Margaret Sale, founding member of Save Bletchley Park campaign

Margaret Sale (1932-2020)

Born in 1932, Margaret trained as a school teacher in the post-war years and brought up a family with her husband, the late Tony Sale who later led the rebuilding of Colossus the wartime codebreaking machine.

Margaret’s interest in Bletchley Park and cryptography was awakened by talking to guests at a 1992 gathering of Bletchley Park veterans when redevelopment of the site seemed imminent. She then became a founding member of the “Saving Bletchley Park” campaign and joined the board of Bletchley Park Trust in 1994, serving for six years. In addition to leading some of the tours, she undertook fundraising, set up lecture series and conferences, and even organised weddings in the mansion. As a founding volunteer and from 2011, a trustee of the National Museum of Computing she was a lead player in saving Bletchley Park and establishing the museum. She was also president of the Museum’s supporters club for a time.

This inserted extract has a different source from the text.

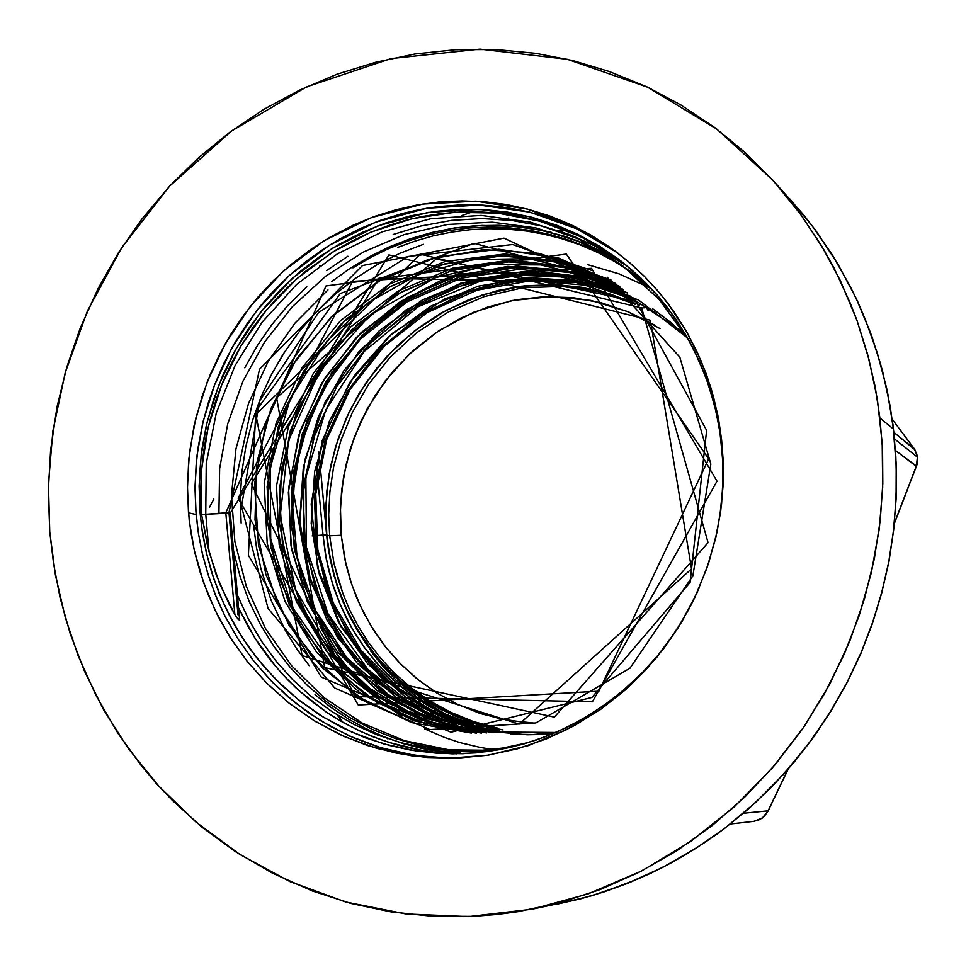 <?xml version="1.0" encoding="UTF-8"?>
<svg xmlns="http://www.w3.org/2000/svg" width="966" height="966" viewBox="0 0 966 966"><rect width="100%" height="100%" fill="white"/><g stroke="black" fill="none" stroke-linecap="round" stroke-linejoin="round"><path stroke-width="1.45" d="M654.127 324.83L628.781 312.006L601.407 302.805L573.067 297.685L544.269 296.707L515.615 299.858L487.673 307.019L460.915 318.068L435.847 332.739L412.965 350.743L392.643 371.717L375.243 395.299L361.103 421.007L350.477 448.357L343.534 476.89L340.43 506.075L341.215 535.321L329.708 535.768L328.718 514.781L329.841 491.742L333.681 466.783L340.95 440.182L352.336 412.47L368.505 384.504L389.914 357.432L416.696 332.69L448.478 311.873L484.352 296.502L522.847 287.796L562.14 286.359L600.309 292.13L635.664 304.375L600.309 292.13L562.14 286.359L522.847 287.796L484.352 296.502L448.478 311.873L416.696 332.69L389.914 357.432L368.505 384.504L352.336 412.47L340.95 440.182L333.681 466.783L329.841 491.742L328.718 514.781L329.708 535.768L326.689 535.067L330.903 562.297L337.388 585.891L346.347 608.532L357.746 630.037L373.287 652.448L385.144 666.226L398.113 678.893L412.132 690.436L427.044 700.7L442.851 709.66L459.345 717.207L477.892 723.715L496.283 728.316L471.71 721.759L448.731 712.546L427.672 701.087L408.751 687.84L392.051 673.23L377.585 657.713L365.281 641.665L355.029 625.4L346.661 609.208L340.008 593.293L334.852 577.825L328.368 548.652L326.689 535.067L329.708 535.768L334.019 563.42L342.906 593.571L349.499 609.377L357.782 625.461L367.925 641.617L380.085 657.568L394.394 673.012L410.9 687.55L429.629 700.773L450.47 712.232L473.207 721.493L497.562 728.147L473.207 721.493L450.47 712.232L429.629 700.773L410.9 687.55L394.394 673.012L380.085 657.568L367.925 641.617L357.782 625.461L349.499 609.377L342.906 593.571L337.81 578.211L334.019 563.42L329.708 535.768L341.215 535.321L345.961 564.446L350.26 580.107L356.116 596.372L363.784 613.072L373.492 629.989L385.434 646.822L399.803 663.171L416.696 678.591L436.125 692.562L457.981 704.54L482.01 713.946L507.802 720.286L534.814 723.16M617.697 252.959L576.787 228.809L529.875 212.17L478.882 204.973L426.501 208.306L375.738 222.12L329.346 245.207L289.365 275.455L256.896 310.388L232.118 347.579L214.537 385.011L203.234 421.188L197.1 455.131L195.06 486.309L196.134 514.54L188.479 512.849L187.404 484.292L189.505 452.716L195.772 418.35L207.304 381.727L225.235 343.848L250.484 306.246L283.557 271.011L324.238 240.606L371.367 217.579L422.83 204.031L475.791 201.169L527.195 208.994L574.335 226.322L615.27 251.136L630.484 263.344L644.358 276.3L656.904 289.812L668.146 303.722L686.862 332.147L700.978 360.596L711.073 388.308L717.762 414.788L721.65 439.723L718.764 419.981L713.512 396.785L706.339 374.18L697.355 352.433L686.572 331.628L674.123 311.97L660.104 293.567L644.612 276.542L627.803 261.061L609.751 247.151L590.673 234.98L570.628 224.559L549.847 215.998L528.438 209.32L506.546 204.55L484.389 201.737L462.014 200.868L439.711 201.93L417.517 204.925L395.662 209.803L374.265 216.517L353.423 225.03L330.094 237.105L311.004 249.252L290.066 265.324L273.293 280.695L257.813 297.347L243.649 315.23L230.922 334.188L219.705 354.111L210.057 374.88L202.075 396.314L194.045 425.789L188.744 459.671L187.392 490.076L189.239 520.42L194.263 550.27L203.681 582.933L215.285 610.681L229.836 636.932L247.163 661.336L267.063 683.566L289.377 703.381L313.757 720.443L340.032 734.607L367.792 745.583L396.772 753.275L426.586 757.501L456.833 758.189L487.19 755.303L517.172 748.855L546.49 738.881L574.649 725.514L601.335 708.887L626.149 689.193L646.037 669.667L664.028 648.174L681.984 621.536L696.969 592.943L708.718 562.888L717.122 531.662L721.602 503.817L723.401 471.686L721.65 439.723L723.244 461.929L723.039 486.007L720.576 511.895L715.371 539.426L706.883 568.31L694.578 598.051L678.011 627.997L656.844 657.278L630.931 684.822L600.454 709.491L565.895 730.103L528.112 745.583L488.228 755.146L447.62 758.358L411.552 755.81L376.957 748.421L344.645 736.696L315.206 721.336L289.039 703.115L266.314 682.805L247.018 661.155L231.019 638.792L218.075 616.272L207.907 594.03L200.167 572.367L194.552 551.526L190.749 531.65L188.479 512.849L196.134 514.54L198.38 533.099L202.123 552.709L207.642 573.273L215.249 594.645L225.235 616.598L237.926 638.828L253.611 660.913L272.533 682.334L294.811 702.463L320.483 720.588L349.366 735.947L381.099 747.781L415.126 755.424L450.663 758.334M508.853 217.942L502.948 219.487M461.881 215.503L472.748 211.759L461.881 215.503M319.686 266.193L319.939 265.445M892.91 424.714L896.207 465.515L896.098 497.587L893.622 529.658L888.792 561.524L881.644 592.991L872.201 623.867L860.537 653.97L846.711 683.119L830.82 711.133L812.961 737.843L793.243 763.092L771.786 786.735L748.747 808.627L724.258 828.659L695.568 848.559L662.265 867.577L627.586 883.322L591.856 895.687L555.39 904.587L579.769 899.032L603.871 891.944L639.287 878.444L662.265 867.577L684.64 855.26L706.303 841.519L724.258 828.659L755.364 802.661L783.221 774.575L807.709 744.943L828.828 714.333L846.651 683.252L861.322 652.122L873.071 621.331L882.115 591.192L888.72 561.934L893.127 533.751L895.627 506.764L896.448 481.056L895.82 456.664L893.441 429.001L879.929 418.012L882.513 449.601L882.815 483.64L880.28 520.07L874.327 558.734L864.328 599.331L849.669 641.352L829.734 684.121L804.026 726.734L772.245 768.079L734.305 806.839L690.485 841.652L641.412 871.091L588.101 893.936L531.892 909.211L468.546 916.601L405.792 914.005L345.659 901.978L289.909 881.632L239.785 854.463L196.026 822.114L158.883 786.252L128.237 748.36L103.664 709.708L84.585 671.298L70.325 633.889L60.194 597.978L53.553 563.915L49.773 531.88L48.445 484.038L52.937 430.848L65.217 372.743L87.447 310.931L121.728 247.61L169.666 186.112L231.731 130.845L306.645 86.783L391.085 58.515L479.957 49.133L567.284 59.312L647.57 87.218L716.772 129.07L772.836 180.207L800.911 214.657L824.034 250.001L833.839 267.751L850.237 303.01L856.927 320.386L867.625 354.329L875.136 386.943L879.929 418.012L893.441 429.001L887.971 394.744L880.497 363.699L870.016 331.447L856.093 298.301L838.283 264.708L816.21 231.212L803.458 214.73L772.993 180.388M916.239 466.324L917.495 457.135L894.601 439.035L917.495 457.135L914.899 449.806L893.924 432.418L914.138 448.719L916.794 453.875L917.615 459.14L916.48 465.709L894.431 523.029L916.48 466.071L895.542 450.506L916.239 466.324M444.094 750.691L460.384 752.852M398.33 742.009L429.834 749.99L462.303 753.685L441.353 751.814L421.768 748.372L403.607 743.651L382.934 736.358L363.904 727.676L348.847 719.308L330.408 706.991L314.988 694.651L330.42 706.991L348.859 719.308L366.706 729.076L383.417 736.551L401.385 742.963L421.719 748.348L442.271 751.934L462.316 753.685L429.967 750.014L398.813 742.142M699.432 587.376L691.137 604.873L681.308 622.37L669.885 639.673L656.82 656.602L642.088 672.904L625.714 688.335L607.771 702.668L588.354 715.637L567.634 727.012L545.79 736.575L523.053 744.146L499.688 749.604L475.984 752.84L452.245 753.83L417.131 751.186L383.466 743.832L352.047 732.288L323.441 717.243L297.999 699.432L275.914 679.617L257.149 658.498L241.597 636.703L229.014 614.762L219.101 593.088L211.578 571.981L206.096 551.683L202.389 532.314L200.167 513.984L199.105 486.127L201.133 455.348L207.207 421.84L218.413 386.134L235.837 349.197L260.385 312.513L292.541 278.099L332.135 248.371L378.02 225.778L428.167 212.399L479.836 209.393L530.056 216.795L576.171 233.482L616.284 257.524L631.317 269.466L645.047 282.157L657.448 295.403L668.557 309.048L687.055 336.977L694.554 350.996L706.436 378.66L714.623 405.334L719.767 430.607L722.785 460.854L722.749 487.178L719.936 515.747L715.589 538.509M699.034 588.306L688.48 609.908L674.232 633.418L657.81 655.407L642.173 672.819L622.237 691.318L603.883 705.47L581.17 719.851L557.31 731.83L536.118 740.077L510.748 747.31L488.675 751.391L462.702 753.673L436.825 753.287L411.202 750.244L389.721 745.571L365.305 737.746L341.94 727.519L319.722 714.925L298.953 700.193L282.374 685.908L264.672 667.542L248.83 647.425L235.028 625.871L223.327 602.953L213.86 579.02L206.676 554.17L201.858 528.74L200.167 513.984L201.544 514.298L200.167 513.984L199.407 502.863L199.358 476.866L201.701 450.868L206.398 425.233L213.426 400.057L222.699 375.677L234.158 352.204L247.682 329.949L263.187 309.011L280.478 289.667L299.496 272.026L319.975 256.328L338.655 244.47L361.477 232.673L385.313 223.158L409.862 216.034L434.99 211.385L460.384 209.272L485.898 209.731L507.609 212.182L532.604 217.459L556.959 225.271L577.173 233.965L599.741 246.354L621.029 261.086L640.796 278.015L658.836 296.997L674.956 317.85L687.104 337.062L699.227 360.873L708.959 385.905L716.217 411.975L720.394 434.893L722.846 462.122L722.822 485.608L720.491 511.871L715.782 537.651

Volunteering her time and boundless energy free of charge she is generally recognised as the Park’s longest-serving volunteer and became affectionately known as Mrs Bletchley Park. Right up until a few months before her death she could be found most weekdays engaging visitors in the Colossus and Tunny galleries at the Museum.

In 2017, she received a Point of Light award from the prime minister in recognition of her outstanding contributions as a volunteer. In the same year, she was also recognised as one of the most inspirational women in Milton Keynes and in 2012 she received a Sunday Telegraph/Waitrose British Volunteer Award.

Sadly Margaret died during the pandemic so was not able to have the send- off she so richly deserved but her legacy lives on in the volunteers now serving Bletchley Park.